TASK DETAILS> The required result is a copy of each line below in which "Above" appears.

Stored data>
# # # # #
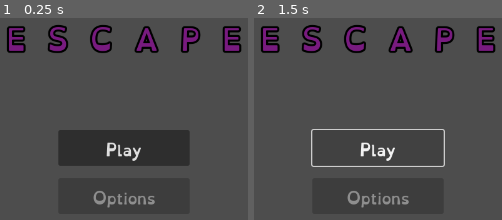
Above: before the commit, frames 1-2 (left to right).
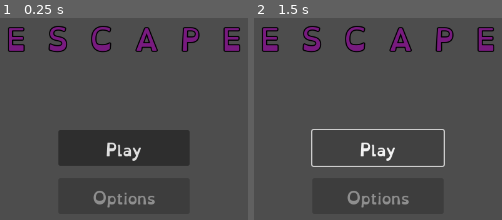
Above: after the commit, the same moments.

Repository: ArtemisMattle/escape
Game: Godot game, scene res://scenes/menu.tscn
Two runs of this game, one before a commit and one after it. Both use one fixed random seed, a clock stepped at 60 frames per second and the inputs below.
Inputs:
- Up to frame 1 (0.25 s): no input
- Up to frame 2 (1.5 s): click "Play" at 0.5 s; click "Play" at 1.25 s

The runs differ from the first frame. In frame 1, 1.6% of the frame differs, in the area x 2-98%, y 3-18%; in frame 2, 1.6%.

Commit message:
Beryl Bubblegum fully boned

Diff:
--- a/assets/themes/main_theme.tres
+++ b/assets/themes/main_theme.tres
@@ -7,7 +7,7 @@
 Button/font_sizes/font_size = 24
 Button/fonts/font = ExtResource("1_3f3va")
 Label/colors/font_color = Color(0.469064, 0.105588, 0.499287, 1)
-Label/constants/outline_size = 13
+Label/constants/outline_size = 7
 Label/font_sizes/font_size = 24
 Label/fonts/font = ExtResource("2_lxams")
 MarginContainer/constants/margin_bottom = 50
--- /dev/null
+++ b/scenes/beryl_bubblegum.tscn
@@ -0,0 +1,238 @@
+[gd_scene load_steps=12 format=3 uid="uid://cjd4r0df4v6sa"]
+
+[ext_resource type="Texture2D" uid="uid://cmb8bnmrxauix" path="res://assets/characters/berylShin.png" id="1_5k2vy"]
+[ext_resource type="Texture2D" uid="uid://c8qdxcuj7tahx" path="res://assets/characters/berylFoot.png" id="2_dgmor"]
+[ext_resource type="Texture2D" uid="uid://d15o5tdtevtl7" path="res://assets/characters/berylLegR.png" id="3_8iy6g"]
+[ext_resource type="Texture2D" uid="uid://du787vrxh1xal" path="res://assets/characters/berylLeg.png" id="4_yto7o"]
+[ext_resource type="Texture2D" uid="uid://d27liewpt76tt" path="res://assets/characters/berylArm.png" id="5_aoehx"]
+[ext_resource type="Texture2D" uid="uid://cmwk6fyo4iaxw" path="res://assets/characters/berylHand.png" id="6_xyhg8"]
+[ext_resource type="Texture2D" uid="uid://dakj4303xmyqo" path="res://assets/characters/berylNeck.png" id="7_7y85c"]
+[ext_resource type="Texture2D" uid="uid://doh7fpu5ly3qm" path="res://assets/characters/berylBody.png" id="8_5rhjr"]
+[ext_resource type="Texture2D" uid="uid://b7o8b1ncau0s6" path="res://assets/characters/berylJacket.png" id="9_sm3lv"]
+[ext_resource type="Texture2D" uid="uid://cgmbdt4m07dfu" path="res://assets/characters/berylHead.png" id="10_ch804"]
+
+[sub_resource type="SkeletonModificationStack2D" id="SkeletonModificationStack2D_umcca"]
+modification_count = 1
+
+[node name="berylBubblegum" type="Node2D"]
+
+[node name="Skeleton2D" type="Skeleton2D" parent="."]
+modification_stack = SubResource("SkeletonModificationStack2D_umcca")
+
+[node name="hip" type="Bone2D" parent="Skeleton2D"]
+position = Vector2(201, -262)
+scale = Vector2(1, 1)
+rest = Transform2D(1, 0, 0, 1, 201, -262)
+auto_calculate_length_and_angle = false
+length = 16.0
+bone_angle = 0.0
+
+[node name="RemoteTransform2D" type="RemoteTransform2D" parent="Skeleton2D/hip"]
+remote_path = NodePath("../../../BerylBody")
+
+[node name="legR" type="Bone2D" parent="Skeleton2D/hip"]
+position = Vector2(-37, 23)
+scale = Vector2(0.999998, 0.999998)
+rest = Transform2D(1, 0, 0, 1, -37, 23)
+
+[node name="RemoteTransform2D" type="RemoteTransform2D" parent="Skeleton2D/hip/legR"]
+rotation = -0.10472
+remote_path = NodePath("../../../../BerylLegR")
+
+[node name="shinR" type="Bone2D" parent="Skeleton2D/hip/legR"]
+position = Vector2(14, 91)
+rest = Transform2D(1, 0, 0, 1, 14, 91)
+
+[node name="RemoteTransform2D" type="RemoteTransform2D" parent="Skeleton2D/hip/legR/shinR"]
+rotation = 0.122173
+remote_path = NodePath("../../../../../BerylShin")
+
+[node name="footR" type="Bone2D" parent="Skeleton2D/hip/legR/shinR"]
+position = Vector2(-12, 113)
+rest = Transform2D(1, 0, 0, 1, -12, 113)
+auto_calculate_length_and_angle = false
+length = 64.0
+bone_angle = 0.0
+
+[node name="RemoteTransform2D" type="RemoteTransform2D" parent="Skeleton2D/hip/legR/shinR/footR"]
+remote_path = NodePath("../../../../../../BerylFoot")
+
+[node name="legL" type="Bone2D" parent="Skeleton2D/hip"]
+position = Vector2(28, 15)
+rest = Transform2D(1, 0, 0, 1, 28, 15)
+
+[node name="RemoteTransform2D" type="RemoteTransform2D" parent="Skeleton2D/hip/legL"]
+rotation = -0.253073
+remote_path = NodePath("../../../../BerylLeg")
+
+[node name="shinL" type="Bone2D" parent="Skeleton2D/hip/legL"]
+position = Vector2(14, 91)
+rest = Transform2D(1, 0, 0, 1, 14, 91)
+
+[node name="RemoteTransform2D" type="RemoteTransform2D" parent="Skeleton2D/hip/legL/shinL"]
+rotation = 0.139626
+remote_path = NodePath("../../../../../BerylShin2")
+
+[node name="footL" type="Bone2D" parent="Skeleton2D/hip/legL/shinL"]
+position = Vector2(-12, 113)
+rest = Transform2D(1, 0, 0, 1, -12, 113)
+auto_calculate_length_and_angle = false
+length = 64.0
+bone_angle = 0.0
+
+[node name="RemoteTransform2D" type="RemoteTransform2D" parent="Skeleton2D/hip/legL/shinL/footL"]
+remote_path = NodePath("../../../../../../BerylFoot2")
+
+[node name="jacket" type="Bone2D" parent="Skeleton2D/hip"]
+position = Vector2(-46, -166)
+rest = Transform2D(1, 0, 0, 1, -46, -166)
+
+[node name="RemoteTransform2D" type="RemoteTransform2D" parent="Skeleton2D/hip/jacket"]
+remote_path = NodePath("../../../../BerylJacket")
+
+[node name="armR" type="Bone2D" parent="Skeleton2D/hip/jacket"]
+position = Vector2(10, 2)
+rest = Transform2D(1, 0, 0, 1, 10, 2)
+
+[node name="RemoteTransform2D" type="RemoteTransform2D" parent="Skeleton2D/hip/jacket/armR"]
+rotation = -0.314159
+remote_path = NodePath("../../../../../BerylArm")
+
+[node name="forarmR" type="Bone2D" parent="Skeleton2D/hip/jacket/armR"]
+position = Vector2(31, 80)
+rest = Transform2D(1, 0, 0, 1, 31, 80)
+auto_calculate_length_and_angle = false
+length = 64.0
+bone_angle = 25.0
+
+[node name="RemoteTransform2D" type="RemoteTransform2D" parent="Skeleton2D/hip/jacket/armR/forarmR"]
+rotation = -1.20428
+remote_path = NodePath("../../../../../../BerylHand")
+
+[node name="armL" type="Bone2D" parent="Skeleton2D/hip/jacket"]
+position = Vector2(29, -2)
+rest = Transform2D(1, 0, 0, 1, 29, -2)
+
+[node name="RemoteTransform2D" type="RemoteTransform2D" parent="Skeleton2D/hip/jacket/armL"]
+rotation = -0.331613
+remote_path = NodePath("../../../../../BerylArm2")
+
+[node name="forarmL" type="Bone2D" parent="Skeleton2D/hip/jacket/armL"]
+position = Vector2(31, 80)
+rest = Transform2D(1, 0, 0, 1, 31, 80)
+auto_calculate_length_and_angle = false
+length = 64.0
+bone_angle = 25.0
+
+[node name="RemoteTransform2D" type="RemoteTransform2D" parent="Skeleton2D/hip/jacket/armL/forarmL"]
+rotation = -1.20428
+remote_path = NodePath("../../../../../../BerylHand2")
+
+[node name="neck" type="Bone2D" parent="Skeleton2D/hip"]
+position = Vector2(-32, -175)
+rest = Transform2D(1, 0, 0, 1, -32, -175)
+
+[node name="RemoteTransform2D" type="RemoteTransform2D" parent="Skeleton2D/hip/neck"]
+remote_path = NodePath("../../../../BerylNeck")
+
+[node name="head" type="Bone2D" parent="Skeleton2D/hip/neck"]
+position = Vector2(8, -46)
+rest = Transform2D(1, 0, 0, 1, 8, -46)
+auto_calculate_length_and_angle = false
+length = 32.0
+bone_angle = 0.0
+
+[node name="RemoteTransform2D" type="RemoteTransform2D" parent="Skeleton2D/hip/neck/head"]
+remote_path = NodePath("../../../../../BerylHead")
+
+[node name="BerylShin2" type="Sprite2D" parent="."]
+position = Vector2(243, -156)
+rotation = 0.139626
+scale = Vector2(1, 1)
+texture = ExtResource("1_5k2vy")
+offset = Vector2(40.8129, 54.2707)
+
+[node name="BerylFoot2" type="Sprite2D" parent="."]
+position = Vector2(231, -43.0001)
+scale = Vector2(1, 1)
+texture = ExtResource("2_dgmor")
+offset = Vector2(27, -28.5909)
+
+[node name="BerylLegR" type="Sprite2D" parent="."]
+position = Vector2(164, -239)
+rotation = -0.10472
+scale = Vector2(0.999997, 0.999997)
+texture = ExtResource("3_8iy6g")
+offset = Vector2(37.6669, 43.579)
+
+[node name="BerylShin" type="Sprite2D" parent="."]
+position = Vector2(178, -148)
+rotation = 0.122173
+scale = Vector2(0.999997, 0.999997)
+texture = ExtResource("1_5k2vy")
+offset = Vector2(36.1405, 48.2514)
+
+[node name="BerylFoot" type="Sprite2D" parent="."]
+position = Vector2(166, -35.0005)
+scale = Vector2(0.999997, 0.999997)
+texture = ExtResource("2_dgmor")
+offset = Vector2(23, -34.6245)
+
+[node name="BerylLeg" type="Sprite2D" parent="."]
+position = Vector2(229, -247)
+rotation = -0.253073
+scale = Vector2(1, 1)
+texture = ExtResource("4_yto7o")
+offset = Vector2(25.6066, 54.539)
+
+[node name="BerylArm2" type="Sprite2D" parent="."]
+position = Vector2(184, -430)
+rotation = -0.331613
+scale = Vector2(1, 1)
+texture = ExtResource("5_aoehx")
+offset = Vector2(31.5729, 34.5957)
+
+[node name="BerylHand2" type="Sprite2D" parent="."]
+position = Vector2(215, -350)
+rotation = -1.20428
+scale = Vector2(1, 1)
+texture = ExtResource("6_xyhg8")
+offset = Vector2(32.3144, 38.2663)
+
+[node name="BerylNeck" type="Sprite2D" parent="."]
+position = Vector2(169, -437)
+scale = Vector2(1, 1)
+texture = ExtResource("7_7y85c")
+offset = Vector2(18, -15)
+
+[node name="BerylBody" type="Sprite2D" parent="."]
+position = Vector2(201, -262)
+scale = Vector2(1, 1)
+texture = ExtResource("8_5rhjr")
+offset = Vector2(-6, -94)
+
+[node name="BerylJacket" type="Sprite2D" parent="."]
+position = Vector2(155, -428)
+scale = Vector2(1, 1)
+texture = ExtResource("9_sm3lv")
+offset = Vector2(45, 70)
+
+[node name="BerylArm" type="Sprite2D" parent="."]
+position = Vector2(165, -426)
+rotation = -0.314159
+scale = Vector2(1, 1)
+texture = ExtResource("5_aoehx")
+offset = Vector2(27.7773, 27.5224)
+
+[node name="BerylHand" type="Sprite2D" parent="."]
+position = Vector2(196, -346)
+rotation = -1.20428
+scale = Vector2(1, 1)
+texture = ExtResource("6_xyhg8")
+offset = Vector2(31.9651, 29.8488)
+
+[node name="BerylHead" type="Sprite2D" parent="."]
+position = Vector2(177, -483)
+scale = Vector2(1, 1)
+texture = ExtResource("10_ch804")
+offset = Vector2(7, -22)
Binary file added: assets/characters/berylArm.png
Not shown, added: assets/characters/berylArm.png.import
Binary file added: assets/characters/berylBody.png
Not shown, added: assets/characters/berylBody.png.import
Binary file added: assets/characters/berylFoot.png
Not shown, added: assets/characters/berylFoot.png.import
Binary file added: assets/characters/berylHand.png
Not shown, added: assets/characters/berylHand.png.import
Binary file added: assets/characters/berylHead.png
Not shown, added: assets/characters/berylHead.png.import
Binary file added: assets/characters/berylJacket.png
Not shown, added: assets/characters/berylJacket.png.import
(and 10 more such lines)
# # # # #
RESULT FOR THIS TASK>
Above: before the commit, frames 1-2 (left to right).
Above: after the commit, the same moments.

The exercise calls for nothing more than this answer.